To inform our subgroup analyses selleck based on risk of bias we will, if we detect variability within the individual risk of bias components, perform subgroup analyses on a component-by-component basis. We will perform meta-regression and subgroup analyses to explore these hypotheses, and interpret the results in the context of the GRADE system (see below).74 Confidence in the estimates of
effect We will use the GRADE approach to evaluate confidence in effect estimates for all reported outcomes.75 GRADE has been adopted by over 70 organisations worldwide, and this approach facilitates transparent, rigorous and comprehensive assessment of evidence quality on a per outcome basis.76–89 Our review of the management of chronic
neuropathic pain will be the first to use the GRADE criteria to evaluate confidence in effect estimates. We will categorise the confidence in estimates (quality of evidence) as high, moderate, low or very low. Using this approach, randomised trials begin as high quality evidence but may be rated down by one or more of four categories of limitations.
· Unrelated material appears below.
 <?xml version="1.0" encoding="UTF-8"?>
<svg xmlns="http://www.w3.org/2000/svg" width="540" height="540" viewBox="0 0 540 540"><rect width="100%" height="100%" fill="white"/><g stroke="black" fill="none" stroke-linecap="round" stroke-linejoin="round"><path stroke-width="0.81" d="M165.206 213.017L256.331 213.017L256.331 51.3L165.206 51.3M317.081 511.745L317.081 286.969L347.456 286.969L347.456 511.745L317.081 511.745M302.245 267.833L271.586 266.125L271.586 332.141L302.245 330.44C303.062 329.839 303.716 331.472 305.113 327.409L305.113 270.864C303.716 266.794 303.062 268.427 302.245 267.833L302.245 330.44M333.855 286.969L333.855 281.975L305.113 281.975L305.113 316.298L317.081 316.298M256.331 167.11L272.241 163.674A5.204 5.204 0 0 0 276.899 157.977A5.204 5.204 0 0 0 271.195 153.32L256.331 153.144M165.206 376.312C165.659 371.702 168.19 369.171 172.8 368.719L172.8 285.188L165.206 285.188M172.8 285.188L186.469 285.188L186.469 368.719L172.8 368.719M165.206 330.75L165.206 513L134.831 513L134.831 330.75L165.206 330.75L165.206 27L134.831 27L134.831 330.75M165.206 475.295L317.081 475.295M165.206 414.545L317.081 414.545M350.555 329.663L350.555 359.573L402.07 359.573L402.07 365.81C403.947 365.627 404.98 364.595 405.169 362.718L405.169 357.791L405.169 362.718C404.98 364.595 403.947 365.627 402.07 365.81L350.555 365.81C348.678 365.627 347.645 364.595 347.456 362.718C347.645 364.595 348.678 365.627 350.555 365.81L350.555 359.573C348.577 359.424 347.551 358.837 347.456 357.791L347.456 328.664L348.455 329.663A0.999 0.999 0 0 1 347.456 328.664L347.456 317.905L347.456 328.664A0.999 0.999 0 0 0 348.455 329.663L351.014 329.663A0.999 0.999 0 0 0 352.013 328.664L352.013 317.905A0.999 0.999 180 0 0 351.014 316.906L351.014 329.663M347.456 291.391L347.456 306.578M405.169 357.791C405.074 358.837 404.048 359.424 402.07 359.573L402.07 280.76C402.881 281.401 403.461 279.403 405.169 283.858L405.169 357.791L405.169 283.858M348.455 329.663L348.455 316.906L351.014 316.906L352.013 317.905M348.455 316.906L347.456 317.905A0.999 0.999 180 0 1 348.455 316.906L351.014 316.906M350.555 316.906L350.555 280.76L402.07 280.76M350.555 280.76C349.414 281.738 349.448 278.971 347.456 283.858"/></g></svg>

We will use GRADE guidance to determine whether to rate down confidence in the body of evidence for (1) risk of bias87 and for (2) imprecision,81 inconsistency83 and publication bias.84 For the risk of bias assessment, for any comparisons that suggest a statistically significant treatment effect, we will use recently developed approaches to address missing participant data for dichotomous outcomes and continuous outcomes.90 91 When plausible worst case scenarios reverse the treatment effect we will rate down for risk of bias. We will present the results of our meta-analyses in GRADE evidence
profiles that will provide a succinct, easily digestible presentation of the risk of bias and magnitude of effects.75 Multiple treatment comparison meta-analyses To assess relative effects of competing treatments, we will construct a Cilengitide random effects model within the Bayesian framework using Markov chain Monte Carlo methods.92 We will use trace plots and calculate the Gelman-Rubin statistic to assess model convergence. We will model patient-important outcomes in every treatment group of every study, and specify the relations among the effect sizes across studies.93 This method combines direct and indirect evidence for any given pair of treatments.